Published on 02:34 PM, March 31, 2024

OpenAI unveils Voice Engine, voice-cloning AI model

Preliminary results indicate that the model can effectively replicate the voice of a speaker based on a brief audio sample. Image: Collected

OpenAI, the company behind ChatGPT, has recently unveiled insights from a small-scale preview of Voice Engine, a voice-cloning AI model. As per OpenAI, this model utilises text input alongside a single 15-second audio sample to generate natural-sounding speech that closely resembles the original speaker.

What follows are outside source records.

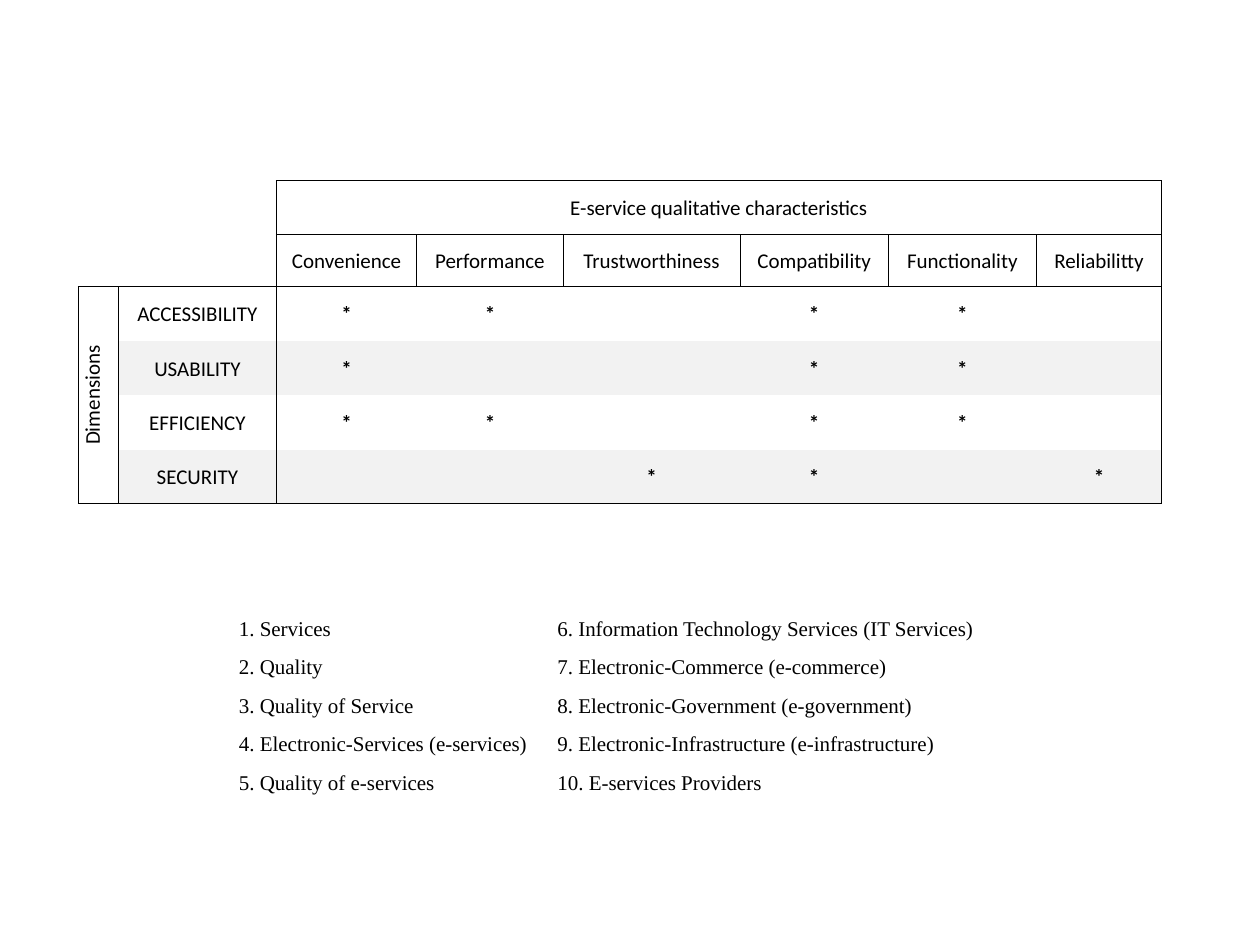
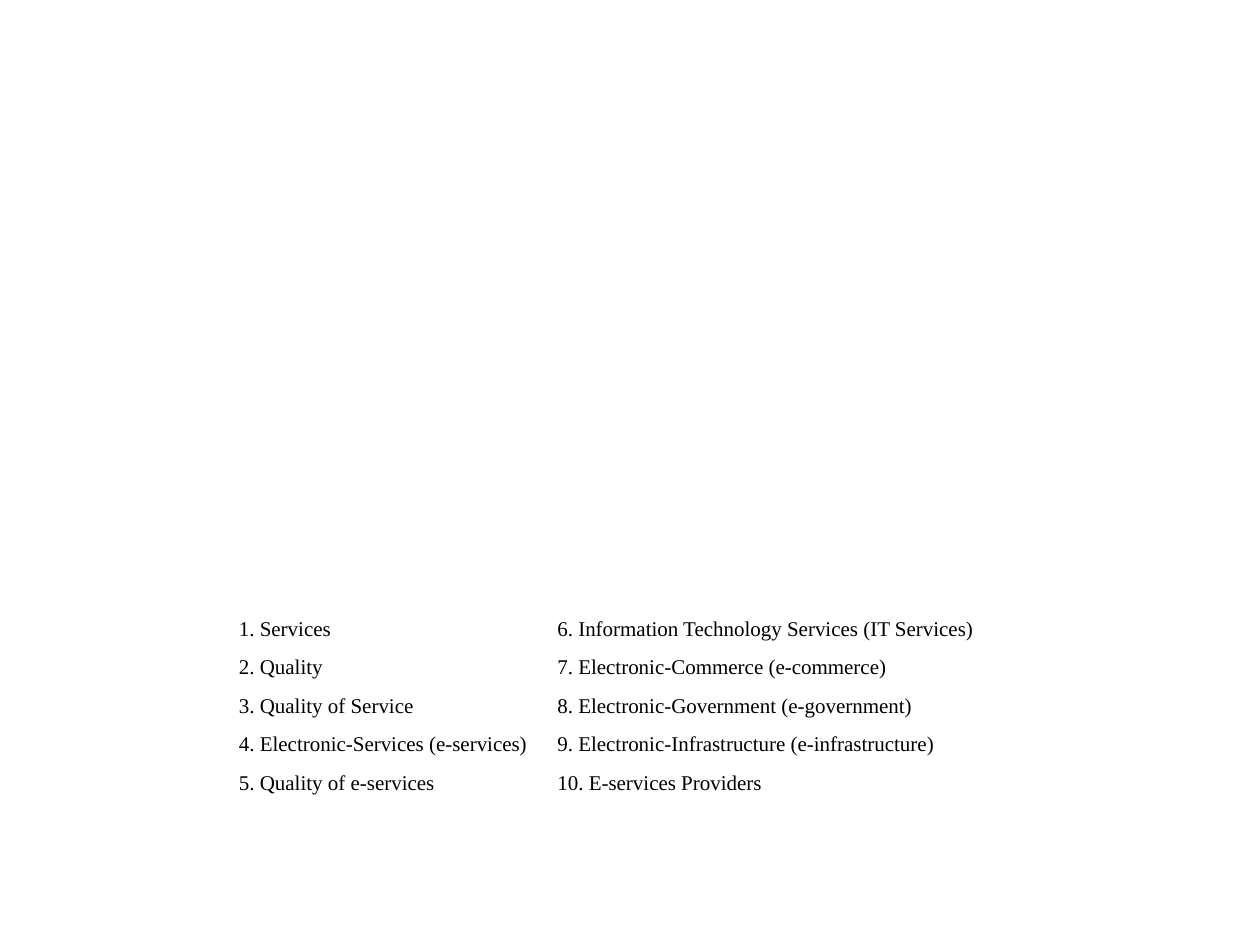
Before and after one commit to paxian/finalexam, a slide deck: slide 20 of model.pptx. Drawn at 1260x945 pixels with LibreOffice and Linux fonts; fonts in the diff are those of the drawing. Boxes give left, top, right and bottom in pixels: in the first picture for what was removed or moved away, otherwise in the second. Text is boxed around its words. In the diff, an @@ line names an element or a change of style, - is before the commit and + after.

```diff
--- a/model.pptx
+++ b/model.pptx
@@ table removed at [78, 180, 1163, 504], 6 rows, 8 columns @@
- |  | E-service qualitative characteristics |  |  |  |  | 
- |  | Convenience | Performance | Trustworthiness | Compatibility | Functionality | Reliabilitty
-Dimensions | ACCESSIBILITY | * | * |  | * | * | 
- | USABILITY | * |  |  | * | * | 
- | EFFICIENCY | * | * |  | * | * | 
- | SECURITY |  |  | * | * |  | *
```
Also in this commit, not shown: 3 other slides changed, 5 other files.
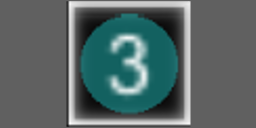
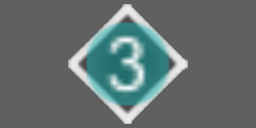
Layer changes from the first 256 × 128 image to the second:
painted on "Pasted Layer" over [66, 1, 191, 127]

According to OpenAI's blog, Voice Engine was initially developed by the company in late 2022. Since then, it has been utilised to power preset voices available in the text-to-speech API, as well as features like ChatGPT Voice and Read Aloud. 

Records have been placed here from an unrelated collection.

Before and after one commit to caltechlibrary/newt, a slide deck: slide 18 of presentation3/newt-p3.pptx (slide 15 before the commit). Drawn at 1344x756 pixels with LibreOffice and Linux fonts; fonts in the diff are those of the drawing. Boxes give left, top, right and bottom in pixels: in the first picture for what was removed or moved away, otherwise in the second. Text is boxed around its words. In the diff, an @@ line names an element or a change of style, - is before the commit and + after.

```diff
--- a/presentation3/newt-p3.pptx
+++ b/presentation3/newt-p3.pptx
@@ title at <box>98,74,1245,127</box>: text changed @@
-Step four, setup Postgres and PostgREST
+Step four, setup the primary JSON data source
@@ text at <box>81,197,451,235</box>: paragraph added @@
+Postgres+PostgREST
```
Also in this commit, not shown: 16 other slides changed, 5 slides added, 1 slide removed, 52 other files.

OpenAI has conducted small-scale tests to gather insights into the performance and capabilities of Voice Engine. Preliminary results indicate that the model can effectively replicate the voice of a speaker based on a brief audio sample. Additionally, Voice Engine demonstrates the ability to infuse generated speech with 'human-like' emotion and realism.

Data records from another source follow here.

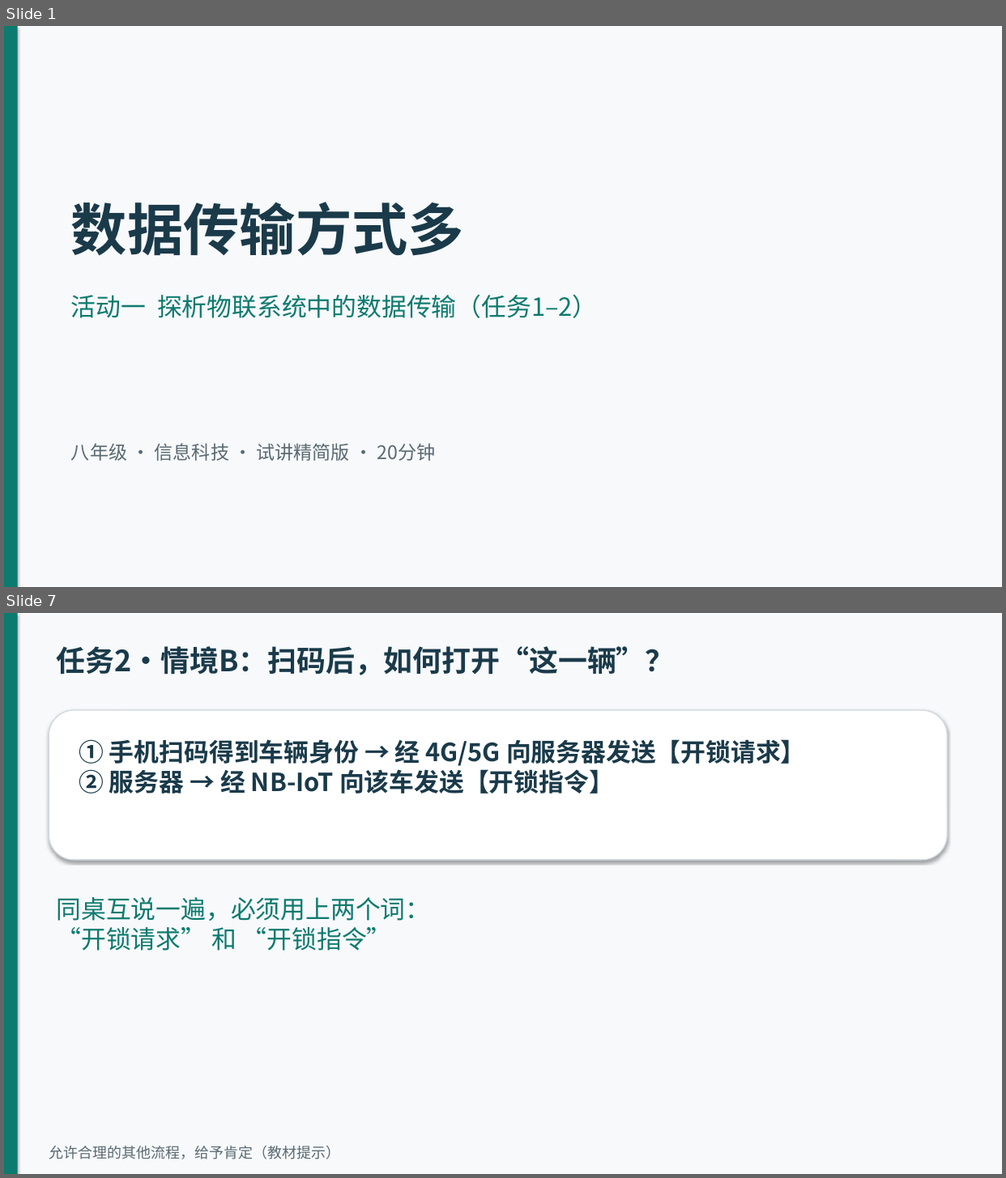
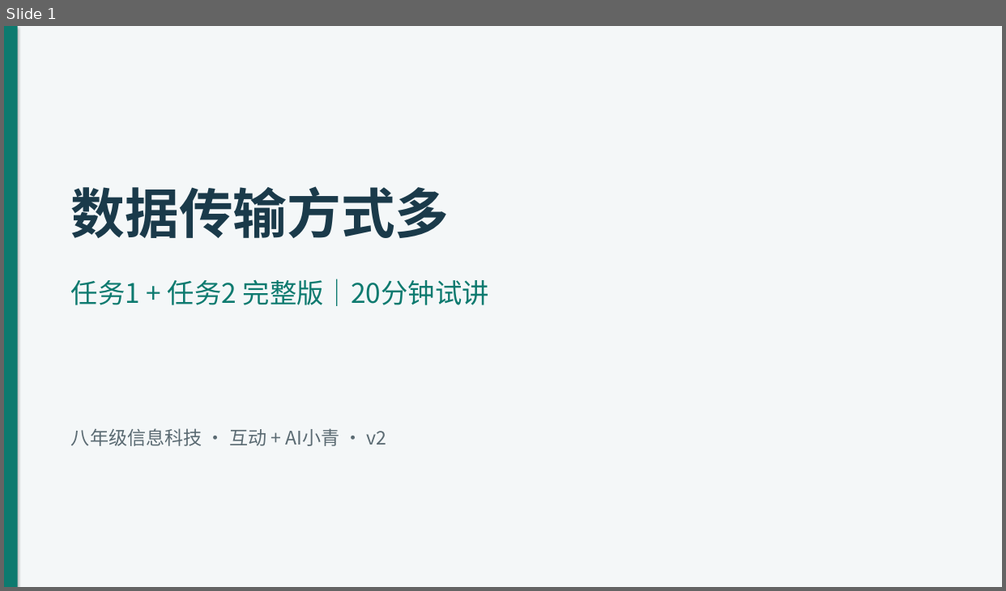
Before and after one commit to Estherqian24/EstherBlog, a slide deck: 第6课-试讲精简版-任务一二-20分钟.pptx. Shown one above the other, each under a label of ours: slides 1 and 7 before the commit, slide 1 after it; the slides between them are not shown. The pictures are 1006x1178 and 1006x591 pixels, drawn with LibreOffice and Linux fonts; fonts in the diff are those of the drawing. Boxes give left, top, right and bottom in pixels: in the first picture for what was removed or moved away, otherwise in the second. Text is boxed around its words. In the diff, an @@ line names an element or a change of style, - is before the commit and + after.

```diff
--- a/第6课-试讲精简版-任务一二-20分钟.pptx
+++ b/第6课-试讲精简版-任务一二-20分钟.pptx
@@ slide 7 removed at (4, 613, 1002, 1174), background #FFFFFF @@
@@ rectangle removed at (4, 613, 1002, 1174) @@
@@ rectangle removed at (4, 613, 18, 1174) @@
@@ text removed at (56, 646, 674, 675) @@
-任务2·情境B：扫码后，如何打开“这一辆”？
@@ rounded rectangle removed at (49, 710, 948, 860) @@
@@ text removed at (79, 739, 806, 794) @@
-① 手机扫码得到车辆身份 → 经 4G/5G 向服务器发送【开锁请求】
-② 服务器 → 经 NB-IoT 向该车发送【开锁指令】
@@ text removed at (56, 897, 430, 951) @@
-同桌互说一遍，必须用上两个词：
-“开锁请求” 和 “开锁指令”
@@ text removed at (49, 1146, 340, 1160) @@
-允许合理的其他流程，给予肯定（教材提示）
@@ slide 1 changed as well @@
@@ rectangle at (4, 26, 1002, 587): fill #F7F9FB to #F4F7F8 @@
@@ text "数据传输方式多": place and size @@
-text "数据传输方式多" at (71, 202, 464, 256)
+text "数据传输方式多" at (71, 186, 450, 238)
@@ text "数据传输方式多" at (71, 186, 450, 238): size 54 to 52 pt @@
@@ text at (71, 279, 489, 306): text changed; size 24 to 26 pt @@
-活动一 探析物联系统中的数据传输（任务1–2）
+任务1 + 任务2 完整版｜20分钟试讲
@@ text at (71, 429, 387, 446): text changed @@
-八年级 · 信息科技 · 试讲精简版 · 20分钟
+八年级信息科技 · 互动 + AI小青 · v2
```
Also in this commit, not shown: 1 other slide changed, 9 slides added, 7 other slides removed, 2 other files.

However, despite the promising potential of Voice Engine, OpenAI is adopting a cautious approach to its broader release, due to concerns surrounding the potential misuse of synthetic voices. OpenAI, in their blog, acknowledged the societal implications of deploying such technology at a mass scale, and before publicly releasing it, wants to adopt a more informed approach. As such, details regarding a possible release date have not been announced yet.